Around 500,000 Israelis have been evacuated and displaced in the 10 days since Hamas unleashed the bloodiest attack in the country's history, the Israeli military said Tuesday.
"There are about half a million internally displaced Israelis at the time," Jonathan Conricus, spokesman for the Israel Defense Forces (IDF), said in an online briefing.
He pointed out that all communities around the Gaza Strip had been evacuated, as had more than 20 communities along Israel's northern border with Lebanon, AFP reported.
The evacuations follow the brutal surprise attack by Hamas fighters, who broke through the heavily fortified border on October 7 and killed more than 1,400 Israelis, most of them civilians.

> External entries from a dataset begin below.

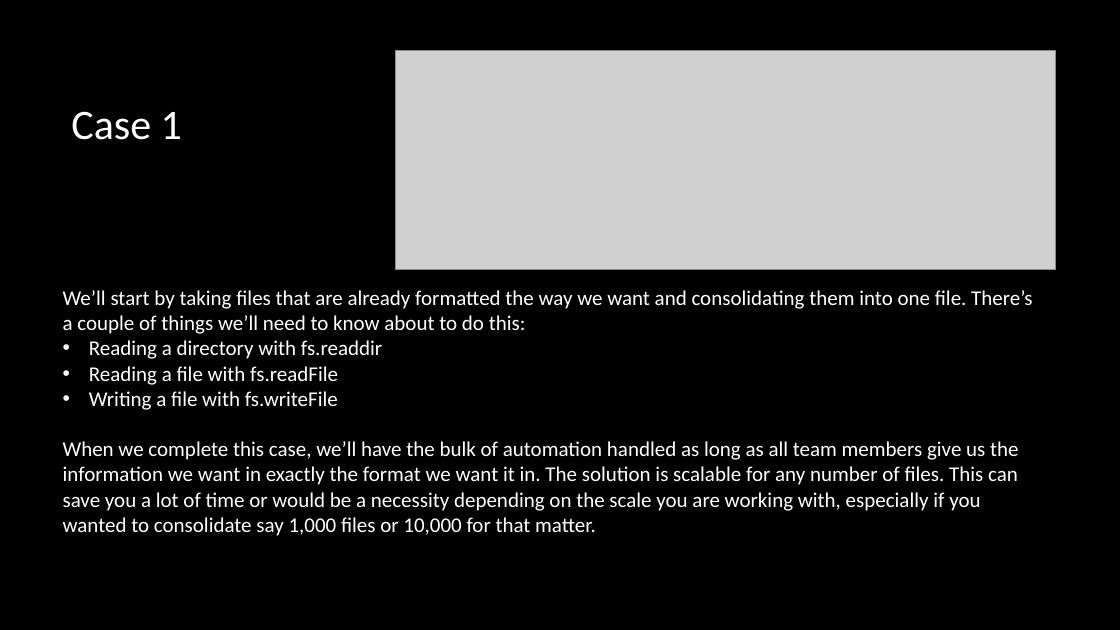
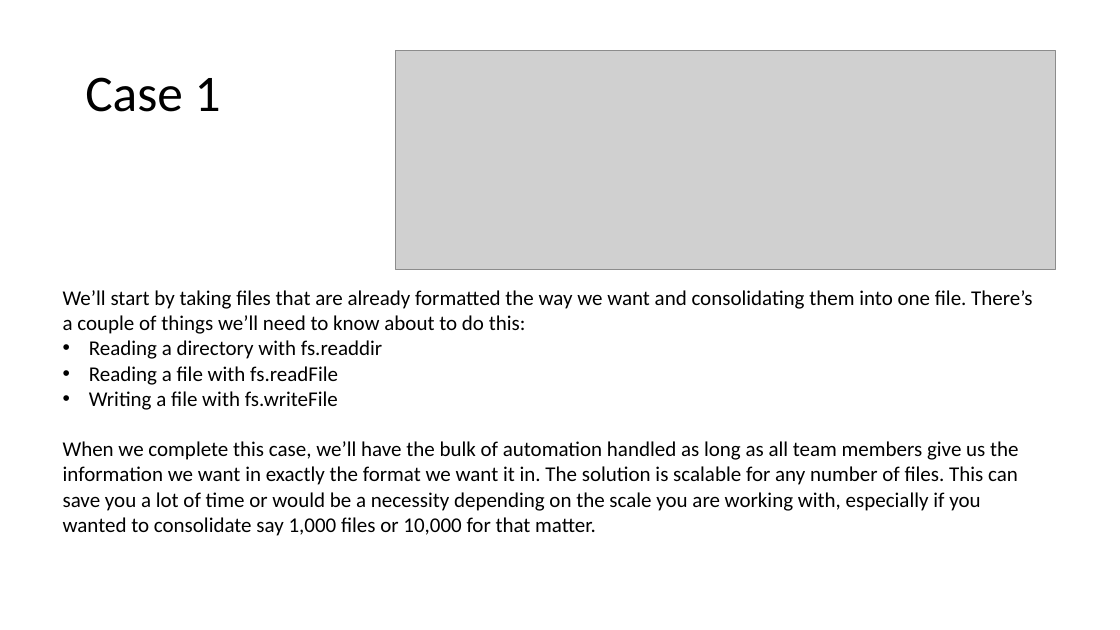
Before and after one commit to conduitl/csv_lesson, a slide deck: slide 4 of case1.pptx. Drawn at 1120x630 pixels with LibreOffice and Linux fonts; fonts in the diff are those of the drawing; grey boxes stand for pictures; background and template pictures are left out. Boxes give left, top, right and bottom in pixels: in the first picture for what was removed or moved away, otherwise in the second. Text is boxed around its words. In the diff, an @@ line names an element or a change of style, - is before the commit and + after.

```diff
--- a/case1.pptx
+++ b/case1.pptx
@@ background picture (left out) to #FFFFFF @@
@@ title "Case 1": place and size @@
-title "Case 1" at <box>71,111,182,140</box>
+title "Case 1" at <box>85,77,221,112</box>
@@ title "Case 1" at <box>85,77,221,112</box>: size 36 to 44 pt, text colour #FFFFFF to #000000; line spacing 1 to 0.9 @@
@@ text "We’ll start by taking files ..." at <box>63,290,1032,536</box>: text colour #FFFFFF to #000000 @@
```
Also in this commit, not shown: 15 other slides changed, 1 slide added, 2 other files.

It was the worst attack in the country's 75-year history. Israel's relentless series of retaliatory air strikes in the Gaza Strip have flattened neighbourhoods, martyring over 2,700, most of them Palestinian civilians including a large number of children.
More than one million people have been displaced inside the densely populated Palestinian territory, as Israel prepares for a full-blown ground offensive against Hamas.
Israel's army has also been evacuating residents living along its northern border with Lebanon, amid rising tensions with Hezbollah.
An Israeli civilian and an army officer were killed Sunday in missile attacks from Lebanon, and the army carried out retaliatory strikes and attacked the group's infrastructure.
The move affects thousands of people living in 28 communities.
Many had already left the area after repeated cross-border fire in recent days has claimed lives on both sides of the UN-patrolled border between Lebanon and Israel which remain technically at war.